No final dos anos 1970 viramos parceiros no esqui aquático. Agora era eu quem esquiava no barco dele. Ele concluíra seu curso de física no Mackenzie, tinha uma bonita namorada chamada Marilene  (física como ele) e eu, já separada do primeiro marido, colecionava namorados. Mas as tardes de sábado e domingo eram sagradas. Represa. Esqui. Treino. Fosse o tempo que fosse, inverno ou verão, chuva, sol, tempestade, neblina.

Numa tarde gelada de junho só Eduardo e eu nos aventurávamos na água, com nossas meio quentinhas roupas de borracha, uma garrafa de guaraná cheia de conhaque e muito chocolate. Vimos, da represa, que estava rolando uma festa junina no imenso gramado do clube. Fogueira, quermesse, bandeirinhas, pés de moleque, docinhos e... quentão! Oba. Vamos lá tomar um quentão pra nos esquentar. Paramos o barco na praia e subimos a colina suave e gramada em direção à festa. Mas a festa parou para nos ver: roupas de borracha, os meus longos cabelos encharcados, pingando água, os pés descalços meio arroxeados pelo frio e o pessoal todo cheio de cachecóis e japonas (quem lembra desse termo?) e ponchos e gorros e luvas... Nós éramos uns ETs...

 

Em 1983, conheci o Caetano, que tem medo d’água.

 

Em 1984, Eduardo trocou a namorada linda por uma menina grega, também linda, sua aluna, e se casou com ela.

Não fui ao casamento. Porque a grega convidou para padrinhos um ex-namorado meu, do clube, com sua namorada do momento, uma moça por quem ele “me trocara”. Achei uma ofensa.

Mas eu tinha só 30 e poucos anos e não saquei que caíra no jogo da grega. Ela realmente queria me afastar do Eduardo. Eu era uma irmã íntima demais e poderia minar sua exclusividade. Naquele tempo eu não percebia ainda os joguetes das mulheres. Meus modelos de mulher , minha mãe e minhas tias, não tinham esse tipo de comportamento .(Mas também não assistiam novelas da Globo... ).

 

Eduardo e eu nos afastamos tanto que nem sequer conheço os filhos dele, só por fotografia.

Mas nunca deixamos de nos falar por telefone em nossos aniversários ou em outras ocasiões.

 

Agora, mais de duas décadas depois de nossos casamentos nos afastarem, estamos muito mais próximos outra vez.
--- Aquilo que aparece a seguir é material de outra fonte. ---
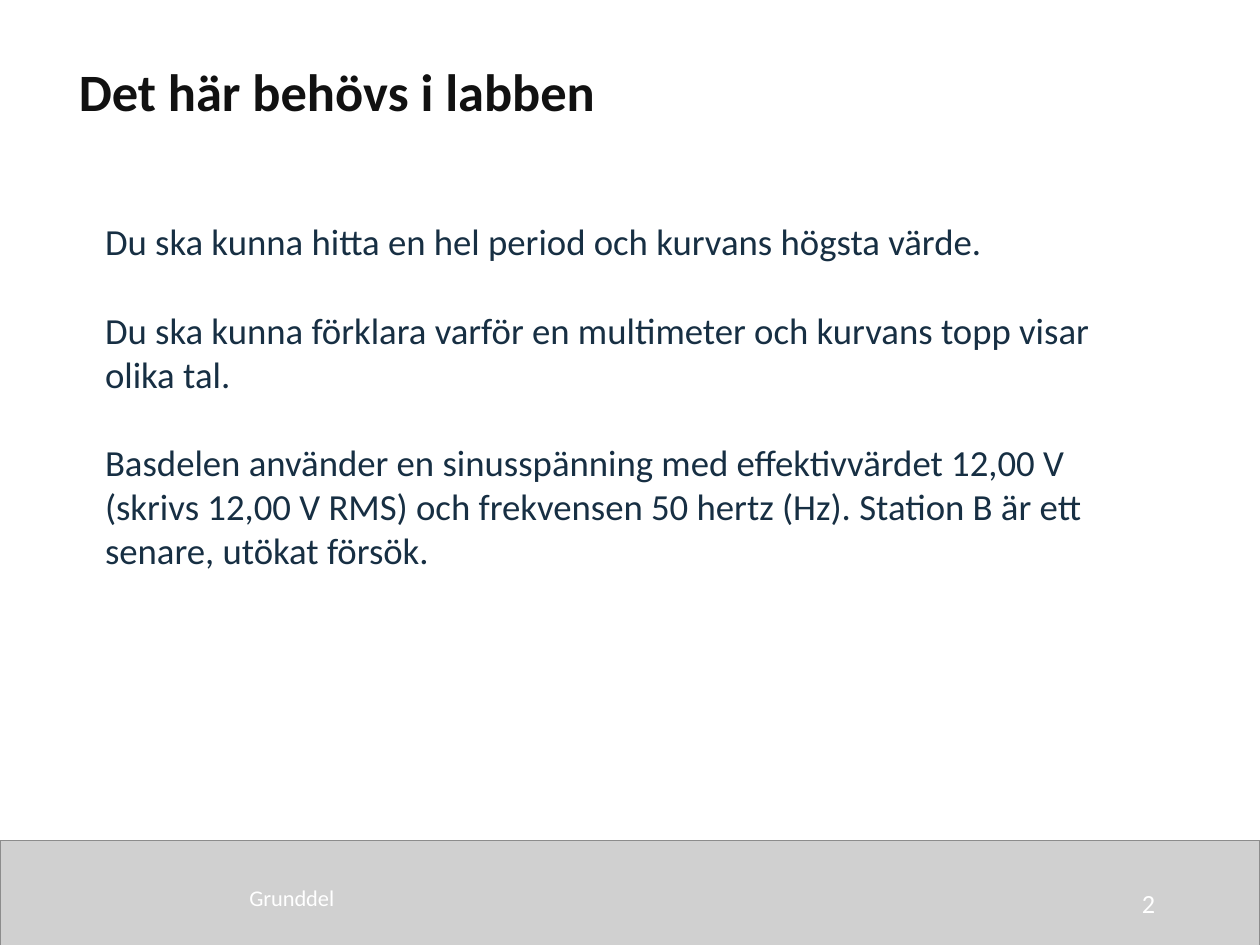
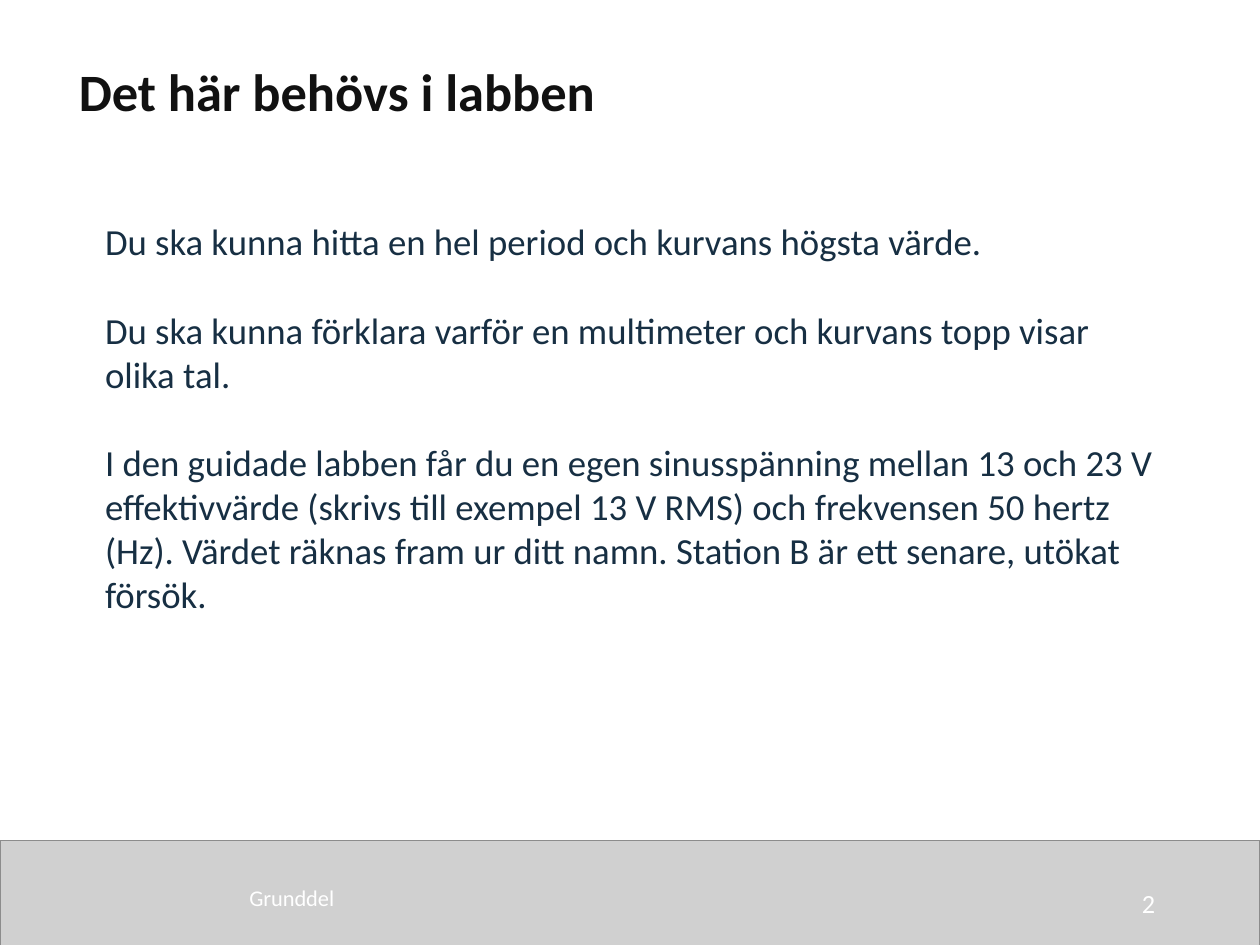
Before and after one commit to nj22az/nj22az.github.io, a slide deck: slide 2 of sjoskolan/vecka-40/aktuell/v40_01_Sinusformad_vaxelspanning_elev.pptx. Drawn at 1260x945 pixels with LibreOffice and Linux fonts; fonts in the diff are those of the drawing; grey boxes stand for pictures. Boxes give left, top, right and bottom in pixels: in the first picture for what was removed or moved away, otherwise in the second. Text is boxed around its words. In the diff, an @@ line names an element or a change of style, - is before the commit and + after.

```diff
--- a/sjoskolan/vecka-40/aktuell/v40_01_Sinusformad_vaxelspanning_elev.pptx
+++ b/sjoskolan/vecka-40/aktuell/v40_01_Sinusformad_vaxelspanning_elev.pptx
@@ text at bbox=[105, 450, 1152, 609]: text changed @@
-Basdelen använder en sinusspänning med effektivvärdet 12,00 V (skrivs 12,00 V RMS) och frekvensen 50 hertz (Hz). Station B är ett senare, utökat försök.
+I den guidade labben får du en egen sinusspänning mellan 13 och 23 V effektivvärde (skrivs till exempel 13 V RMS) och frekvensen 50 hertz (Hz). Värdet räknas fram ur ditt namn. Station B är ett senare, utökat försök.
```
Also in this commit, not shown: 50 other files.
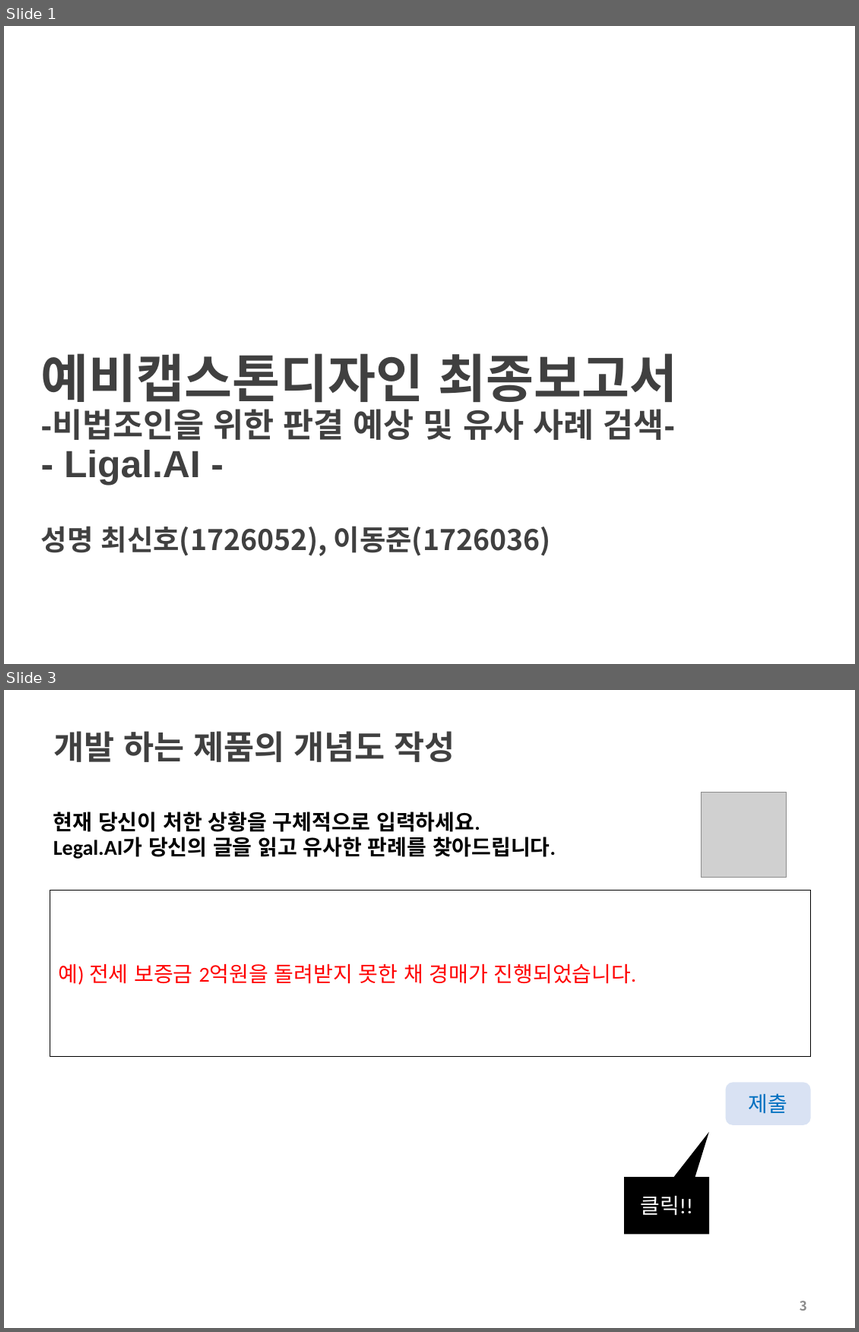
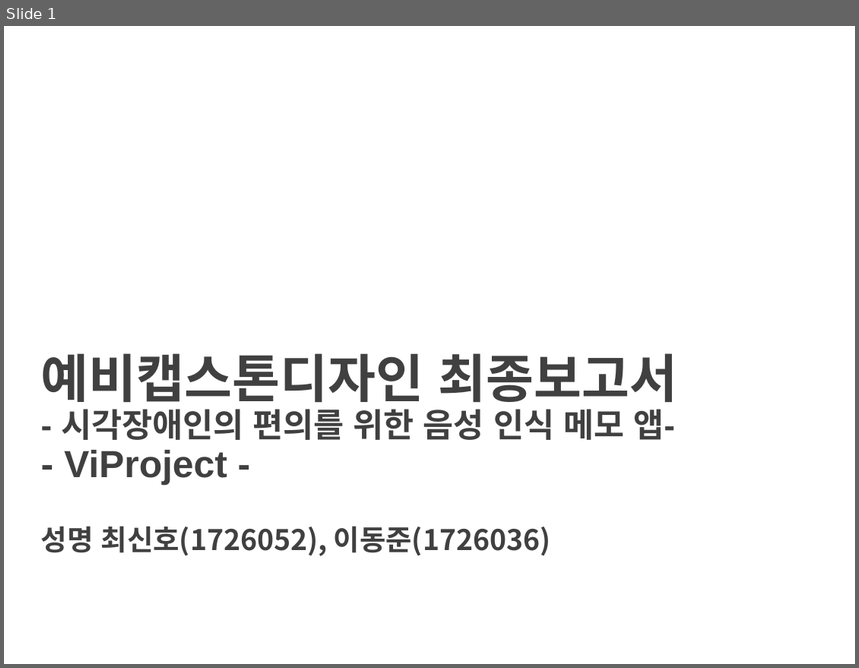
Before and after one commit to choisinho/capstone1, a slide deck: 2022-2-PreCapstoneDesign-최종보고서.pptx. Shown one above the other, each under a label of ours: slides 1 and 3 before the commit, slide 1 after it; the slides between them are not shown. The pictures are 859x1332 and 859x668 pixels, drawn with LibreOffice and Linux fonts; fonts in the diff are those of the drawing; grey boxes stand for pictures; background and template pictures are left out. Boxes give left, top, right and bottom in pixels: in the first picture for what was removed or moved away, otherwise in the second. Text is boxed around its words. In the diff, an @@ line names an element or a change of style, - is before the commit and + after.

```diff
--- a/2022-2-PreCapstoneDesign-최종보고서.pptx
+++ b/2022-2-PreCapstoneDesign-최종보고서.pptx
@@ slide 3 removed at (x1=4, y1=690, x2=855, y2=1328), background #FFFFFF @@
@@ title removed at (x1=53, y1=731, x2=455, y2=762) @@
-개발 하는 제품의 개념도 작성
@@ picture removed at (x1=702, y1=792, x2=787, y2=877) @@
@@ text removed at (x1=53, y1=812, x2=556, y2=859) @@
-현재 당신이 처한 상황을 구체적으로 입력하세요.
-Legal.AI가 당신의 글을 읽고 유사한 판례를 찾아드립니다.
@@ rectangle removed at (x1=50, y1=890, x2=811, y2=1057) @@
-예) 전세 보증금 2억원을 돌려받지 못한 채 경매가 진행되었습니다.
@@ rounded rectangle removed at (x1=726, y1=1082, x2=811, y2=1125) @@
-제출
@@ speech box removed at (x1=624, y1=1178, x2=709, y2=1235) @@
-클릭!!
@@ page number removed at (x1=800, y1=1301, x2=807, y2=1311) @@
-3
@@ slide 1 changed as well @@
@@ title at (x1=41, y1=354, x2=678, y2=485): text changed @@
-예비캡스톤디자인 최종보고서
--비법조인을 위한 판결 예상 및 유사 사례 검색-
-- Ligal.AI -
+예비캡스톤디자인 최종보고서
+- 시각장애인의 편의를 위한 음성 인식 메모 앱-
+- ViProject -
```
Also in this commit, not shown: 1 other slide changed, 3 slides added, 1 other slide removed, 3 other files.
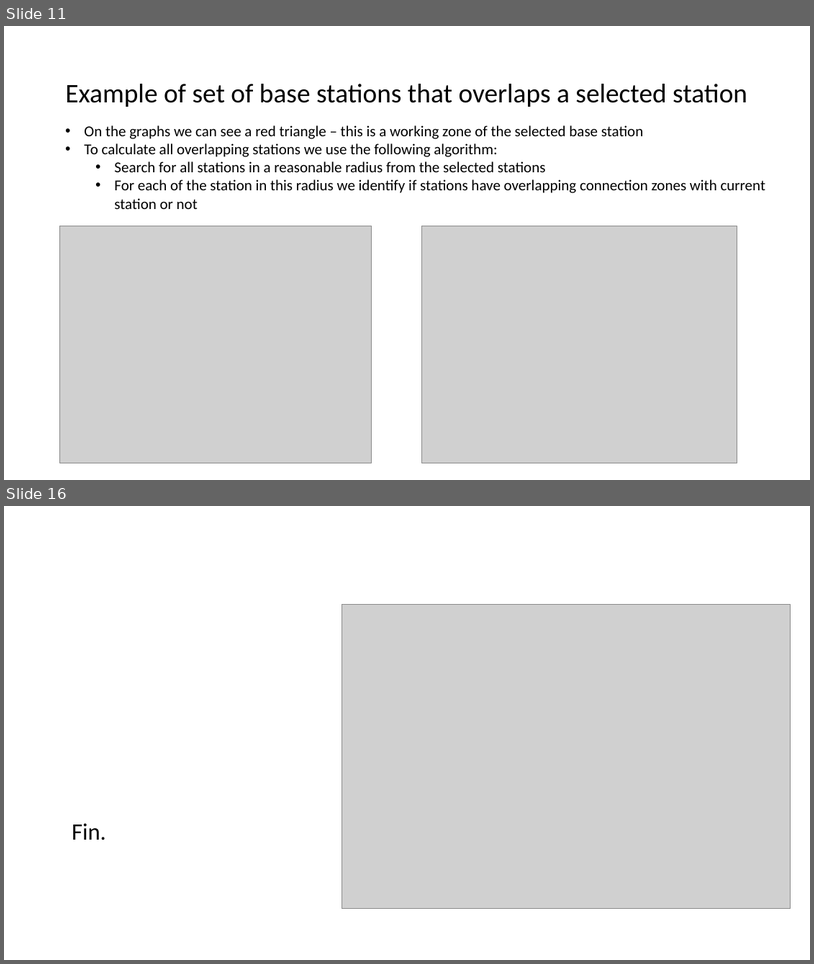
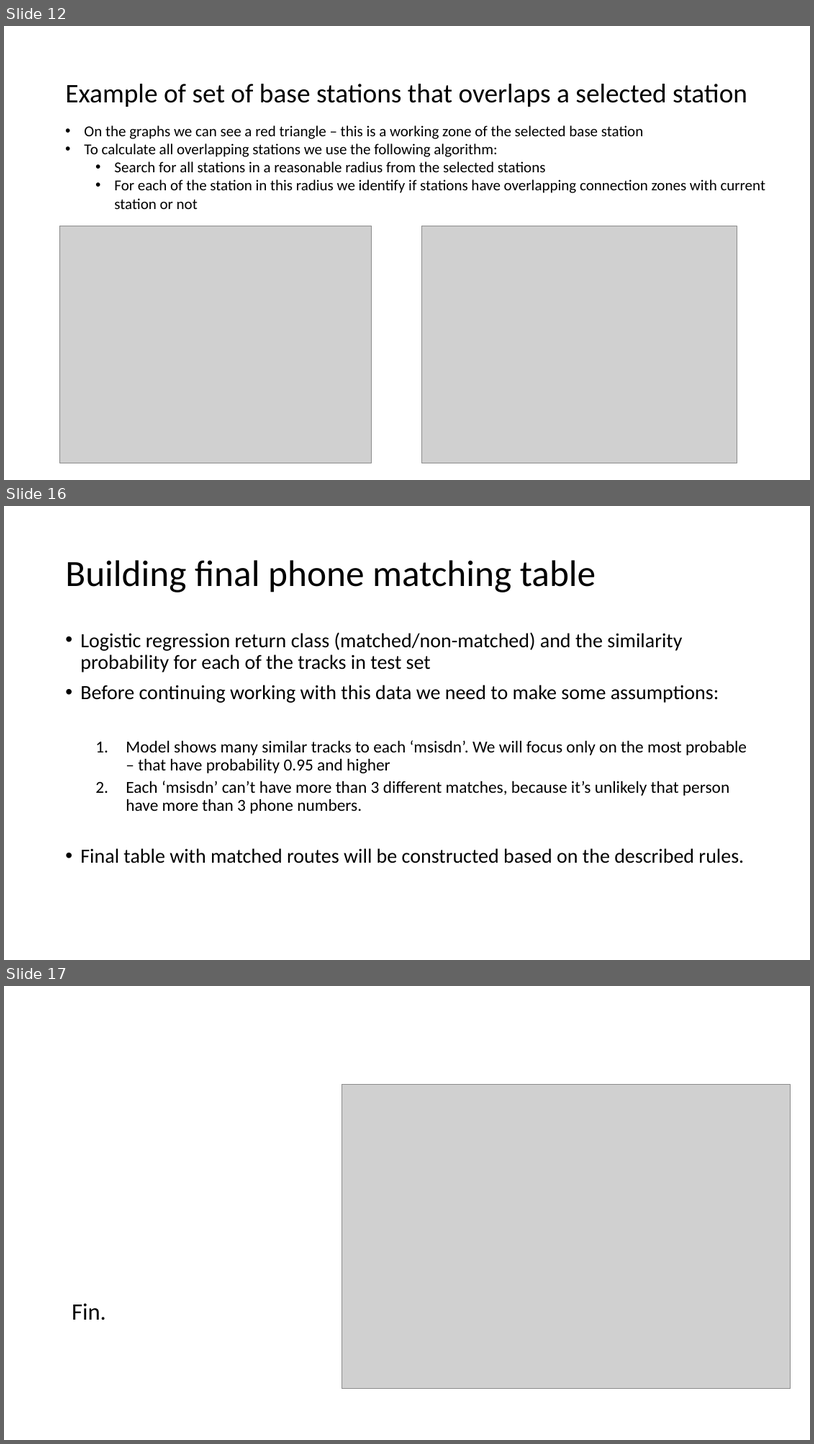
Before and after one commit to Sirorezka/Telecom_project, a slide deck: my_ppt.pptx. Shown one above the other, each under a label of ours: slides 11 and 16 before the commit, slides 12, 16 and 17 after it; the slides between them are not shown. The pictures are 814x964 and 814x1444 pixels, drawn with LibreOffice and Linux fonts; fonts in the diff are those of the drawing; grey boxes stand for pictures. Boxes give left, top, right and bottom in pixels: in the first picture for what was removed or moved away, otherwise in the second. Text is boxed around its words. In the diff, an @@ line names an element or a change of style, - is before the commit and + after.

```diff
--- a/my_ppt.pptx
+++ b/my_ppt.pptx
@@ slide 16 added at (4,506,810,960), background #FFFFFF @@
@@ title added at (65,560,596,592), 44 pt, text #000000 @@
+Building final phone matching table
@@ text added at (80,632,747,863), 24 pt, text #000000 @@
+• Logistic regression return class (matched/non-matched) and the similarity probability for each of the tracks in test set
+• Before continuing working with this data we need to make some assumptions:
+  1. Model shows many similar tracks to each ‘msisdn’. We will focus only on the most probable – that have probability 0.95 and higher
+  2. Each ‘msisdn’ can’t have more than 3 different matches, because it’s unlikely that person have more than 3 phone numbers.
+• Final table with matched routes will be constructed based on the described rules.
@@ what was slide 11 is now slide 12 @@
@@ what was slide 16 is now slide 17 @@
```
Also in this commit, not shown: 9 slides changed, 1 other slide added, 1 slide removed, 6 other files.

Ele se separou da grega e tem uma namorada , a Bia, que é psicóloga e com quem ele veio aqui em casa e foi ao lançamento do meu livro (o Fantasma).

 

Eduardo tem dois bonitos filhos (como ele, a mãe, o pai e a avó: todos lindos, como celebridades do cinema) que esquiam tão bem quanto nós e frequentam até hoje a represa.